# Equation of a Circle

In this mini-lesson, we will learn about the equations of a circle by understanding various forms of the equations of a circle, and how to apply them while solving problems. We will also discover interesting facts around them.

When we talk about the location of a point on the cartesian plane, we simply talk about the coordinates of that point.

For example, a point P having coordinate (1, 2) can easily be represented on the cartesian plane.

But what if we want to represent a circle on the cartesian plane?

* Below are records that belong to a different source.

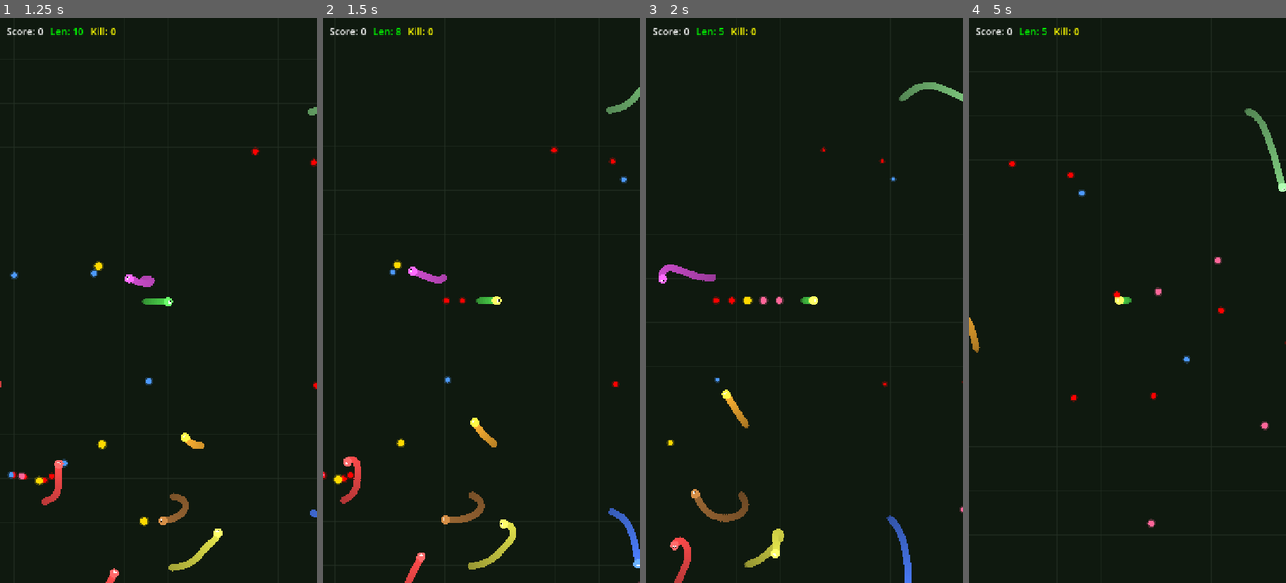
Above: before the commit, frames 1-4 (left to right).
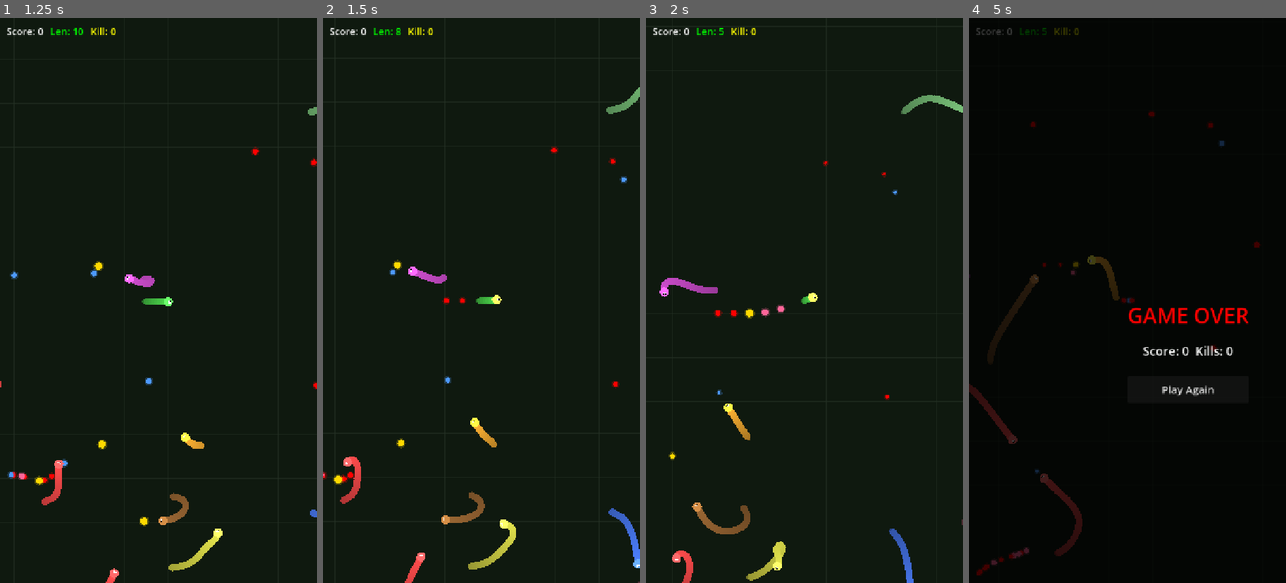
Above: after the commit, the same moments.

Repository: cbl315/game-snake
Game: Godot game, scene res://scenes/main.tscn
Same seed, same stepped clock (60 frames per second), same inputs: the game is played once before the commit and once after it.
Inputs (mouse positions are in pixels of both pictures, inside the frame that each line leads up to):
- Up to frame 1 (1.25 s): click "START GAME" at 0.5 s
- Up to frame 2 (1.5 s): tap Enter (ui_accept) at 1.25 s; move the mouse to (551, 272) at 1.27 s; hold D (ui_right) from 1.28 s (still down); hold Shift from 1.28 s (still down); click (551, 272) at 1.42 s
- Up to frame 3 (2 s): keep holding D (ui_right); keep holding Shift; tap Enter (ui_accept) at 1.52 s
- Up to frame 4 (5 s): release D (ui_right) at 2 s; release Shift at 2 s; drag from (1064, 328) to (1111, 413) at 2.02 s; move the mouse to (1159, 176) at 2.77 s; hold D (ui_right) 2.78-3.5 s; hold Shift 2.78-3.5 s; drag from (1111, 413) to (1032, 215) at 3.52 s; move the mouse to (1222, 385) at 4.27 s; hold A (ui_left) from 4.28 s (still down); hold Shift from 4.28 s (still down); tap Enter (ui_accept) at 4.52 s

Frame 1 is identical in both runs. In frame 2, less than 0.1% of the frame differs, in the area x 0-100%, y 14-100%; in frame 3, 3.5%; in frame 4, 5.4%, in the area x 0-100%, y 0-100%.

Commit message:
feat: add mobile touch controls
- Add full-screen touch-to-steer control for mobile
- Enlarge joystick (80->100 radius) and boost button (90->120)
- Track InputEventScreenTouch/Drag for mobile direction control
- Fix COEP/service worker config for SharedArrayBuffer support

Diff:
--- a/scripts/game/game.gd
+++ b/scripts/game/game.gd
@@ -16,6 +16,8 @@
 var _camera = null
 var _joystick = null
 var _minimap = null
+var _touch_active = false
+var _touch_pos = Vector2.ZERO
 
 
 func _ready():
@@ -168,6 +170,7 @@
 	_joystick.offset_left = 20
 	_joystick.offset_bottom = -30
 	_joystick.custom_minimum_size = Vector2(200, 200)
+	_joystick.size = Vector2(200, 200)
 	_hud.add_child(_joystick)
 
 
@@ -175,12 +178,12 @@
 	var btn = Button.new()
 	btn.name = "BoostButton"
 	btn.text = "BOOST"
-	btn.add_theme_font_size_override("font_size", 18)
+	btn.add_theme_font_size_override("font_size", 22)
 	btn.modulate.a = 0.7
-	btn.custom_minimum_size = Vector2(90, 90)
+	btn.custom_minimum_size = Vector2(120, 120)
 	btn.set_anchors_preset(Control.PRESET_BOTTOM_RIGHT)
-	btn.offset_right = -25
-	btn.offset_bottom = -25
+	btn.offset_right = -20
+	btn.offset_bottom = -20
 
 	btn.button_down.connect(func(): _boost_button_pressed = true)
 	btn.button_up.connect(func(): _boost_button_pressed = false)
@@ -206,10 +209,19 @@
 
 	# Player input
 	if _player and _player.is_alive():
+		var dir = Vector2.ZERO
 		if _joystick:
-			var dir = _joystick.get_direction()
-			if dir != Vector2.ZERO:
-				_player.set_direction(dir)
+			dir = _joystick.get_direction()
+
+		# Touch fallback: drag on screen to steer
+		if dir == Vector2.ZERO and _touch_active:
+			var screen_center = get_viewport().get_visible_rect().size / 2.0
+			var touch_offset = _touch_pos - screen_center
+			if touch_offset.length() > 15.0:
+				dir = touch_offset.normalized()
+
+		if dir != Vector2.ZERO:
+			_player.set_direction(dir)
 		_player.set_boost(_boost_button_pressed or Input.is_key_pressed(KEY_SHIFT))
 
 	# Camera follow
@@ -496,6 +508,16 @@
 	if GameManager.current_state != GameManager.GameState.PLAYING:
 		return
 
+	# Track touch position for mobile control
+	if event is InputEventScreenTouch:
+		if event.pressed:
+			_touch_active = true
+			_touch_pos = event.position
+		else:
+			_touch_active = false
+	elif event is InputEventScreenDrag:
+		_touch_pos = event.position
+
 	if not _player or not _player.is_alive():
 		return
 
--- a/scripts/ui/joystick.gd
+++ b/scripts/ui/joystick.gd
@@ -4,8 +4,8 @@
 
 var _is_pressed = false
 var _knob_pos = Vector2.ZERO
-var _outer_radius = 80.0
-var _inner_radius = 35.0
+var _outer_radius = 100.0
+var _inner_radius = 42.0
 var _touch_index = -1
 var _center = Vector2.ZERO
 
@@ -18,19 +18,23 @@
 
 func _input(event):
 	if event is InputEventScreenTouch:
-		if event.pressed:
+		if event.pressed and _touch_index == -1:
 			if _is_in_area(event.position):
 				_is_pressed = true
 				_touch_index = event.index
 				_update_knob(event.position)
-		elif event.index == _touch_index:
+				get_viewport().set_input_as_handled()
+		elif not event.pressed and event.index == _touch_index:
 			_is_pressed = false
 			_touch_index = -1
 			_knob_pos = _center
 			direction_changed.emit(Vector2.ZERO)
 			queue_redraw()
-	elif event is InputEventScreenDrag and event.index == _touch_index and _is_pressed:
-		_update_knob(event.position)
+			get_viewport().set_input_as_handled()
+	elif event is InputEventScreenDrag:
+		if event.index == _touch_index and _is_pressed:
+			_update_knob(event.position)
+			get_viewport().set_input_as_handled()
 
 
 func _is_in_area(touch_pos):
Not shown, changed: export/web/index.html
Not shown, changed: export/web/index.js
Not shown, changed: export/web/index.pck
Not shown, changed: export/web/index.wasm
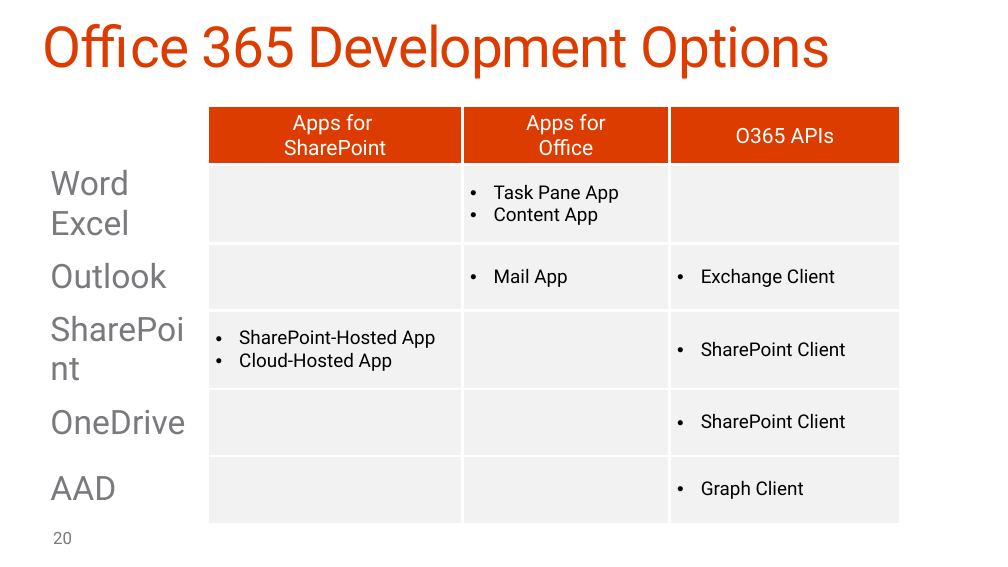
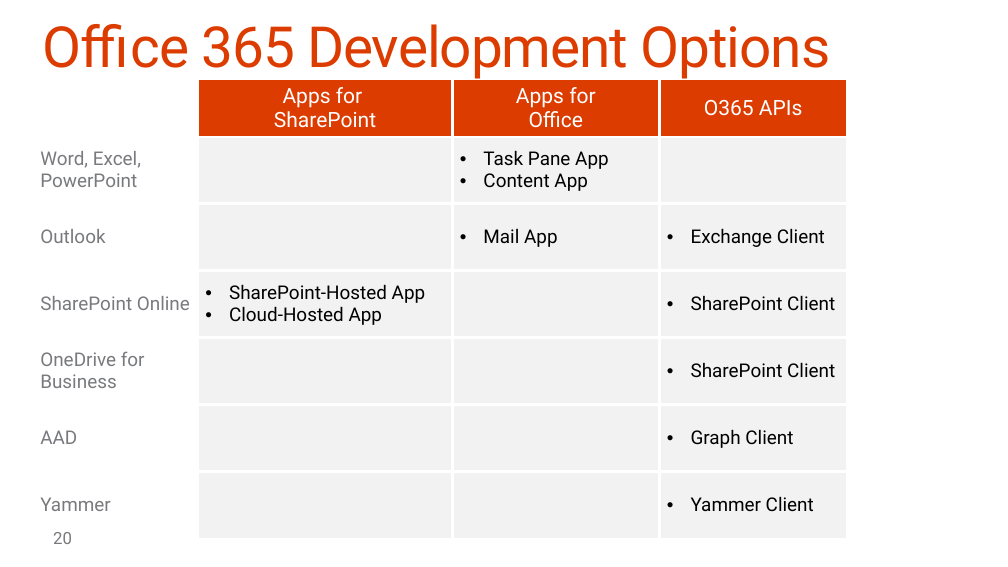
Before and after one commit to stinethebean/DevCampTraining, a slide deck: slide 20 of 02.Setting up the Environments/02.Setting up the Environments.pptx. Drawn at 1008x567 pixels with LibreOffice and Linux fonts; fonts in the diff are those of the drawing; background and template pictures are left out. Boxes give left, top, right and bottom in pixels: in the first picture for what was removed or moved away, otherwise in the second. Text is boxed around its words. In the diff, an @@ line names an element or a change of style, - is before the commit and + after.

Commit message:
Presentation updates

```diff
--- a/02.Setting up the Environments/02.Setting up the Environments.pptx
+++ b/02.Setting up the Environments/02.Setting up the Environments.pptx
@@ table at (33,80,846,539) @@
-row 2, column 1: Word / Excel
+row 2, column 1: Word, Excel, PowerPoint
-row 4, column 1: SharePoint
+row 4, column 1: SharePoint Online
-row 5, column 1: OneDrive
+row 5, column 1: OneDrive for Business
+row 7: Yammer |  |  | Yammer Client
@@ table: place and size @@
-table at (43,107,900,513)
+table at (33,80,846,539)
```
Also in this commit, not shown: 1 other slide changed, 1 other file.

To represent a circle on the cartesian plane, we require the equation of the circle.

A circle can be drawn on a piece of paper if we know its center and the length of its radius.

Similarly, on a cartesian plane, we can draw a circle if we know the coordinates of the center and its radius.

Explore the simulation below to get a basic idea of the equations of a circle.

Let's understand the equations of a circle in more detail.

## Lesson Plan

 1 What Are the Equations of a Circle? 2 Tips and Tricks 3 Important Notes on Equations of a Circle 4 Solved Example on Equations of a Circle 5 Interactive Questions on Equations of a Circle

## What Are the Equations of a Circle?

An equation of a circle represents the position of a circle in a cartesian plane.

If we know the coordinates of the center of the circle and the length of its radius, we can write the equation of a circle.

A circle can be represented in many forms:

• General form
• Standard form
• Parametric form
• Polar form

Let's explore each of these forms of the equation of a circle

## What Are the Various Forms of Equations of a Circle?

### General Form

The general form of the equation of a circle is:

 General form $x^2+y^2+Ax+By+C=0$

Where $$\text{A, B, C}$$ are constants.

If the center of the circle is $${(h, k)}$$ and the radius is $$r$$ then:

$$\text{A} = -2h$$
$$\text{B} = -2k$$
$$\text{C} = h^2 + k^2 - r^2$$

### Standard Form

Standard equation of a circle can be obtained if we consider $${(x_1, y_1)}$$ as the center of the circle with radius $$r$$.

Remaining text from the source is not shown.